Akhilesh Yadav Calls BJP Tree Drive a Rs 350 Cr Scam
Synopsis
Key Takeaways
Samajwadi Party president Akhilesh Yadav on Tuesday, 7 July 2026, launched a sharp attack on the Bharatiya Janata Party, alleging that the ruling party's tree-plantation campaign in Uttar Pradesh is not an environmental initiative but a cover for large-scale financial corruption.
Context
Posting in Hindi on X, Yadav opened with a pointed couplet — 'नये पेड़ लगाने से पहले सुनो उनकी कहानी, जिन पेड़ों को लगाके कभी भी न दिया पानी' ('Before planting new trees, hear the story of those trees that were planted but never given water') — to frame his central charge: that trees planted in previous BJP-led drives were abandoned and left to die.
He went further, coining a wordplay on the Hindi term for tree-plantation: 'वृक्षारोपण' (vriksharopan), which he recast as 'भ्रष्टारोपण' (bhrashtaropan) — a portmanteau blending 'corruption' (bhrashtachar) and 'plantation', roughly meaning 'corruption-planting'. The rhetorical device encapsulates his allegation that the drives are vehicles for financial misconduct rather than ecological benefit.
Policy Backdrop
Uttar Pradesh has organised mass tree-plantation drives annually since at least 2016, with successive governments announcing ambitious targets running into several crore saplings planted in single-day or multi-day events. These drives have drawn both national attention for their scale and criticism over poor sapling survival rates.
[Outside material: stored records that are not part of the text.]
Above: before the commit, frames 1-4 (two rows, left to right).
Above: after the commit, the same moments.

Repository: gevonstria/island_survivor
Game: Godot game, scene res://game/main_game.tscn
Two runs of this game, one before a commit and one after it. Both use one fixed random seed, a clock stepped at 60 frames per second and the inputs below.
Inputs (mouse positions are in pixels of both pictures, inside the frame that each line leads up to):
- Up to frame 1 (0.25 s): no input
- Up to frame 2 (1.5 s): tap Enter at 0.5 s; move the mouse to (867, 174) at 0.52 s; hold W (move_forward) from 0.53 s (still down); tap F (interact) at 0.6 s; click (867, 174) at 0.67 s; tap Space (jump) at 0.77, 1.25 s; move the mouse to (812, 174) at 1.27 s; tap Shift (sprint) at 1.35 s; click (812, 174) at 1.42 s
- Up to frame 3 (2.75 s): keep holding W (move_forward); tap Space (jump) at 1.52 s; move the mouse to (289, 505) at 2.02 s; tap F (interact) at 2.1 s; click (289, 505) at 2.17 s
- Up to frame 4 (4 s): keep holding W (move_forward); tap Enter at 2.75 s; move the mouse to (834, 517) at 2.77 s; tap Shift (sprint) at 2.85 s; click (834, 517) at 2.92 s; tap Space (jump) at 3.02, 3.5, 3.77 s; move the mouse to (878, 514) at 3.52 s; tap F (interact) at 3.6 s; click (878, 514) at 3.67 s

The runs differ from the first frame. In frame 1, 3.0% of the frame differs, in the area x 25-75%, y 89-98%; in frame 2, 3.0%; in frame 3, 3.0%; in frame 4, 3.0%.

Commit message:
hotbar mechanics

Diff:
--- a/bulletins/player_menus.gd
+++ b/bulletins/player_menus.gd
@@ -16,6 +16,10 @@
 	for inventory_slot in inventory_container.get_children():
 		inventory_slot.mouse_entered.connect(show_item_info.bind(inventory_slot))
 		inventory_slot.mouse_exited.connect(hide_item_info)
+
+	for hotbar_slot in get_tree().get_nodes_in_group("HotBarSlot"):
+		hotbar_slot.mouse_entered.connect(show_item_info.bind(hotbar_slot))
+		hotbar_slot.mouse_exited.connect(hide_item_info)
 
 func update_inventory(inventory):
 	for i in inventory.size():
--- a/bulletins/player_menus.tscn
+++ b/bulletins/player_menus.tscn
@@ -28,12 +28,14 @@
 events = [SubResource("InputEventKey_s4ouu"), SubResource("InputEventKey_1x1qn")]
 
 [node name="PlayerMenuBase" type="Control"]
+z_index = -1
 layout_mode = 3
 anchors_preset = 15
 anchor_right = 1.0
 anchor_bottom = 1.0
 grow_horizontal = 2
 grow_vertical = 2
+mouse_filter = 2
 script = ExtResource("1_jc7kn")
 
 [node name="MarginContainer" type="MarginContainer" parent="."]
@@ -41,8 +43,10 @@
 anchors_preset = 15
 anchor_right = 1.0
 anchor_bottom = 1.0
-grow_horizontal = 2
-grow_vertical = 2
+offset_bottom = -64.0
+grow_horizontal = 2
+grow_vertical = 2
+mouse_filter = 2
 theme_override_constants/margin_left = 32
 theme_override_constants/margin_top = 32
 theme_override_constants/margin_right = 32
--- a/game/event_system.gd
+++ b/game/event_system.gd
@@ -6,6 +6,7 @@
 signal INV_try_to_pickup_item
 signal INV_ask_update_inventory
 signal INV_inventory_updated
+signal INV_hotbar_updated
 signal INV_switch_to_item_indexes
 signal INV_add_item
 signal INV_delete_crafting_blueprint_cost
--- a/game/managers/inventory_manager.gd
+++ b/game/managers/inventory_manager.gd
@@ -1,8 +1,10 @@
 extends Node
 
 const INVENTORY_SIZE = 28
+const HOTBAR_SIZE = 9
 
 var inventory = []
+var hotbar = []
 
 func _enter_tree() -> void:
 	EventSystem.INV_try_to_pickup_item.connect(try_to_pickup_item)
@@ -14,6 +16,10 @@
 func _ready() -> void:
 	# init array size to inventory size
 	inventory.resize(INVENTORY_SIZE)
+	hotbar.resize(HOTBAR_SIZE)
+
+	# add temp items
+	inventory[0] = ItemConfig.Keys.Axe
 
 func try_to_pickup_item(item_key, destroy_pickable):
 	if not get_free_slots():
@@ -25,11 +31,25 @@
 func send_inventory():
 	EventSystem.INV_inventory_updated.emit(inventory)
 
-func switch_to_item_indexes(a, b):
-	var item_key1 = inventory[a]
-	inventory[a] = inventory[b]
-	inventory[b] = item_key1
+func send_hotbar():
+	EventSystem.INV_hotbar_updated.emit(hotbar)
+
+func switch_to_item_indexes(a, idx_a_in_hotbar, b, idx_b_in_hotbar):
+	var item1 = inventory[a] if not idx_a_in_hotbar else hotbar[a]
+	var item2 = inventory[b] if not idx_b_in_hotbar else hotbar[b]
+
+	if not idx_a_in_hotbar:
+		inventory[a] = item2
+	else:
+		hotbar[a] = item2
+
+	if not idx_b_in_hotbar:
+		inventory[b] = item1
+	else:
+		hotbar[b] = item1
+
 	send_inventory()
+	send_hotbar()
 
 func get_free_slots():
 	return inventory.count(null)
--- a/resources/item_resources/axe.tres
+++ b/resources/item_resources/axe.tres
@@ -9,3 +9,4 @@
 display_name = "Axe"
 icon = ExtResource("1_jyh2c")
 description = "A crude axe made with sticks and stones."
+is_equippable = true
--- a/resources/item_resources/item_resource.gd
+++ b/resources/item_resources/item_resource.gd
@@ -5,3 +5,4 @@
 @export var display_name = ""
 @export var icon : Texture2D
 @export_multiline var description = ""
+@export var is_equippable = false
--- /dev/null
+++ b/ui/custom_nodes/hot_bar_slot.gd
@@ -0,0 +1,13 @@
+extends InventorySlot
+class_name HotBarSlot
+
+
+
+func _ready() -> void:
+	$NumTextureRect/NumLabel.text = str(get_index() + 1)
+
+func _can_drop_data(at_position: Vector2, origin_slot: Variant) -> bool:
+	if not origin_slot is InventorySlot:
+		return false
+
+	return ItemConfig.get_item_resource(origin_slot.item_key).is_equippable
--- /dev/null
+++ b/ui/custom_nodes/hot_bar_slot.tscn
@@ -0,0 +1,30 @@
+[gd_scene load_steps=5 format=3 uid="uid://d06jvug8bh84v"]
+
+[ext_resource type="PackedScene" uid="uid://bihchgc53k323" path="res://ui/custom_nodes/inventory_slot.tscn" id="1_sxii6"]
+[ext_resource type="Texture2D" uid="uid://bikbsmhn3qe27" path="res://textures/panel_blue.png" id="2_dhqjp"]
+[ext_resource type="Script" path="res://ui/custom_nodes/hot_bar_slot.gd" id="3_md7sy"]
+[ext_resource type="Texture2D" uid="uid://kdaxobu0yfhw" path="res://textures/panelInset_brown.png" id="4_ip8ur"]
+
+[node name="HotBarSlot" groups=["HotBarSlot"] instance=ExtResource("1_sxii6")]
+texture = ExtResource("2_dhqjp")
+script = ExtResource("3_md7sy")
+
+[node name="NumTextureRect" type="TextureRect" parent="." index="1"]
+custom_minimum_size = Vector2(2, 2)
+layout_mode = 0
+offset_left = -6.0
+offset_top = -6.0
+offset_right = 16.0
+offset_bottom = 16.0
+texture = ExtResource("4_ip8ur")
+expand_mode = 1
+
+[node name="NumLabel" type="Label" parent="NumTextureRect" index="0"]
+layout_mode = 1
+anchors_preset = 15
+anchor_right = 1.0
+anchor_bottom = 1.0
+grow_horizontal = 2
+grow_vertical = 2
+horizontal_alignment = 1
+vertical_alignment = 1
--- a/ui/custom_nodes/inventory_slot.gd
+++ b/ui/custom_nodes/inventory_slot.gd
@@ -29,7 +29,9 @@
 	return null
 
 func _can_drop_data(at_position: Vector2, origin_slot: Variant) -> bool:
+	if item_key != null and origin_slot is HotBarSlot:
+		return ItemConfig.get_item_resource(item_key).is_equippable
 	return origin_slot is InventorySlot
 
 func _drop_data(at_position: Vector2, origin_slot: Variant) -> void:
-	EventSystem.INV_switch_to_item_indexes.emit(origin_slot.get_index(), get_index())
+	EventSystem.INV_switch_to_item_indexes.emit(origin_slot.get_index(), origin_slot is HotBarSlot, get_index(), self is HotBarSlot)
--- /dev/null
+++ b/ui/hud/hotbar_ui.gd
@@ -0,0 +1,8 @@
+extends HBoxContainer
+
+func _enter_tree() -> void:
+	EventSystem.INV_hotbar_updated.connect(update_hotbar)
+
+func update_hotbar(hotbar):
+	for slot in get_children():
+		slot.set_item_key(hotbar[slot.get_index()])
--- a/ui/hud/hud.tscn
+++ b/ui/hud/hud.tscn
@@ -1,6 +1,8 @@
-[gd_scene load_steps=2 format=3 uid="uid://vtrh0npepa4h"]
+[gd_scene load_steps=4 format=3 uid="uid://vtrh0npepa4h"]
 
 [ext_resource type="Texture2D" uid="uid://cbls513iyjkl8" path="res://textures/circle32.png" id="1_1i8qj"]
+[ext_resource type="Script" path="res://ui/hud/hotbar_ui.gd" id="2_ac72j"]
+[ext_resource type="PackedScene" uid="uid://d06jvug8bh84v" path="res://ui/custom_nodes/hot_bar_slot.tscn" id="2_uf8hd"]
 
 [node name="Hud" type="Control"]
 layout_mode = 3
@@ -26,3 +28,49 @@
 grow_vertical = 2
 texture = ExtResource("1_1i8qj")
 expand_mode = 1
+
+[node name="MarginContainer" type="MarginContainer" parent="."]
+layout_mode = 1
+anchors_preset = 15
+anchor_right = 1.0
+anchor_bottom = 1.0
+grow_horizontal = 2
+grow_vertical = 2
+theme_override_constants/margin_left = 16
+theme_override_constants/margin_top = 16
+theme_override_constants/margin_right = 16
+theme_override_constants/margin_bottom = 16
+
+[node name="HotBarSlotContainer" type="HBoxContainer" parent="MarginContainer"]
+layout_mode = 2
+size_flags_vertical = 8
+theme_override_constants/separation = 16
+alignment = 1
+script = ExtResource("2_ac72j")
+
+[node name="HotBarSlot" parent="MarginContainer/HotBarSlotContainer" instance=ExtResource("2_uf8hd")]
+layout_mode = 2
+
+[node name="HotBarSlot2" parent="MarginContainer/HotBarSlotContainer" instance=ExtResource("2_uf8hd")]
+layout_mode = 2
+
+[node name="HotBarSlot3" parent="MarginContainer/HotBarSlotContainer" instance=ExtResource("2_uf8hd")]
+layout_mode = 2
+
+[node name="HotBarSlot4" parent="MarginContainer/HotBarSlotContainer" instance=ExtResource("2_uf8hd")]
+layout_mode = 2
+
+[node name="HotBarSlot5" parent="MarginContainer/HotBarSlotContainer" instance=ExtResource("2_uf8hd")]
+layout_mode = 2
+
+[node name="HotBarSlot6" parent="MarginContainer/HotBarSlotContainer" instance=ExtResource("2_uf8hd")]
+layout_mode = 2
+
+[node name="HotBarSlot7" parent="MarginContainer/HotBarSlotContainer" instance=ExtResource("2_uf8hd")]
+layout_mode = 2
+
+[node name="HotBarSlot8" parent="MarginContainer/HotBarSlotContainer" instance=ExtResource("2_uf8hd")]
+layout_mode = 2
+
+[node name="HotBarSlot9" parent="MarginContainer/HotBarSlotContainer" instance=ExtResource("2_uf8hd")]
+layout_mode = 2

Yadav alleged that the current BJP government's campaign targets planting 35 crore trees, but characterised it as a scheme to generate at least Rs 10 per tree in illicit earnings — amounting to a total of Rs 350 crore in what he described as a 'secret BJP plan.' He closed with another couplet: 'जिन्होंने न छोड़ा प्रभु का दरबार, वो क्या छोड़ेंगे बगीचा और बाग' ('Those who never left the Lord's court — how will they ever leave the garden and the orchard?'), a sardonic allusion to BJP leaders' alleged attachment to the perks of power.
Stakeholders and Impact
The allegation, if substantiated, would directly affect Uttar Pradesh's forest and environment department budgets, as well as the rural communities and local contractors involved in plantation drives. Opposition parties in the state have a pattern of converting government environmental announcements into corruption allegations, reflecting the entrenched SP-BJP rivalry that has defined state politics for over two decades.
For rural communities, the stakes are tangible: poorly executed plantation drives mean degraded land, wasted public funds, and missed ecological targets. Sapling survival rates — rarely audited publicly — remain a persistent accountability gap in such campaigns.
What's Next
Yadav's post is likely to intensify pressure on the Uttar Pradesh forest department to publish transparent data on fund allocation and sapling survival rates from past drives. Any related questions tabled in the state assembly could force the government to account for expenditure on a per-tree basis. With local body and assembly cycles always on the horizon in Uttar Pradesh, the BJP will need to respond substantively to prevent the narrative from hardening into a settled public perception of plantation drives as patronage exercises.